▶ About this task: Retype only what runs from the first line of the records to the line with "SLOT_FROM_BACK = 0.95", inclusive, and no pictures.
── Material provided ──
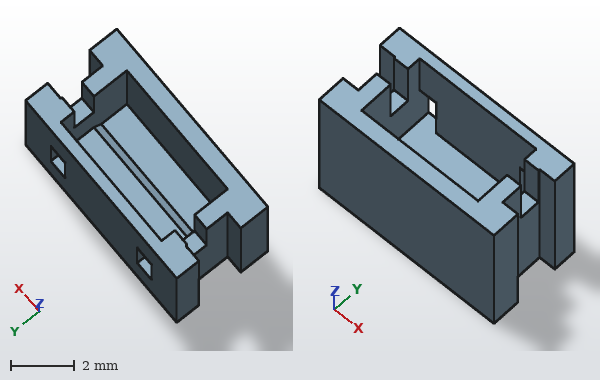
import cadquery as cq

LENGTH = 7.5
WIDTH = 3.7
HEIGHT = 5.0
BACK = WIDTH / 2
FRONT = -WIDTH / 2

CHANNEL_DEPTH = 0.65
BACK_FLANGE = 0.9
FRONT_FLANGE = 1.1

END_WALL = 1.25
BACK_WALL = 0.41
FRONT_WALL = 0.615
CAVITY_LENGTH = LENGTH - 2 * END_WALL
UPPER_FLOOR = 1.5
RAMP_TOP_FROM_BACK = 1.75
RAMP_RUN = 0.3
RAMP_DROP = RAMP_RUN

SLOT_WIDTH = 0.795
SLOT_DEPTH = 1.8
SLOT_FROM_BACK = 0.95

WINDOW_WIDTH = 0.705


def box(x_range, y_range, z_range):
    """Axis-aligned box between the given limits."""
    (x0, x1), (y0, y1), (z0, z1) = x_range, y_range, z_range
    return cq.Workplane("XY").box(x1 - x0, y1 - y0, z1 - z0, centered=False).translate((x0, y0, z0))


def cavity():
    """Cavity whose floor ramps down from the back part to the front part."""
    back = BACK - BACK_WALL
    front = FRONT + FRONT_WALL
    ramp_top = BACK - RAMP_TOP_FROM_BACK
    ramp_foot = ramp_top - RAMP_RUN
    lower_floor = UPPER_FLOOR - RAMP_DROP
    return (
        cq.Workplane("YZ")
        .moveTo(back, HEIGHT)
        .lineTo(back, UPPER_FLOOR)
        .lineTo(ramp_top, UPPER_FLOOR)
        .lineTo(ramp_foot, lower_floor)
        .lineTo(front, lower_floor)
        .lineTo(front, HEIGHT)
        .close()
        .extrude(CAVITY_LENGTH / 2, both=True)
    )


result = cq.Workplane("XY").box(LENGTH, WIDTH, HEIGHT, centered=(True, True, False))

channel_y = (FRONT + FRONT_FLANGE, BACK - BACK_FLANGE)
for x_range in (
    (-LENGTH / 2, -LENGTH / 2 + CHANNEL_DEPTH),
    (LENGTH / 2 - CHANNEL_DEPTH, LENGTH / 2),
):
    result = result.cut(box(x_range, channel_y, (0, HEIGHT)))

result = result.cut(cavity())

slot_back = BACK - SLOT_FROM_BACK
slot_bottom = HEIGHT - SLOT_DEPTH
result = result.cut(
    box((-LENGTH / 2, LENGTH / 2), (slot_back - SLOT_WIDTH, slot_back), (slot_bottom, HEIGHT))
)

for x_range in (
    (-CAVITY_LENGTH / 2, -CAVITY_LENGTH / 2 + WINDOW_WIDTH),
    (CAVITY_LENGTH / 2 - WINDOW_WIDTH, CAVITY_LENGTH / 2),
):
    result = result.cut(box(x_range, (BACK - BACK_WALL, BACK), (UPPER_FLOOR, slot_bottom)))
───
▶ Exercise result:
import cadquery as cq

LENGTH = 7.5
WIDTH = 3.7
HEIGHT = 5.0
BACK = WIDTH / 2
FRONT = -WIDTH / 2

CHANNEL_DEPTH = 0.65
BACK_FLANGE = 0.9
FRONT_FLANGE = 1.1

END_WALL = 1.25
BACK_WALL = 0.41
FRONT_WALL = 0.615
CAVITY_LENGTH = LENGTH - 2 * END_WALL
UPPER_FLOOR = 1.5
RAMP_TOP_FROM_BACK = 1.75
RAMP_RUN = 0.3
RAMP_DROP = RAMP_RUN

SLOT_WIDTH = 0.795
SLOT_DEPTH = 1.8
SLOT_FROM_BACK = 0.95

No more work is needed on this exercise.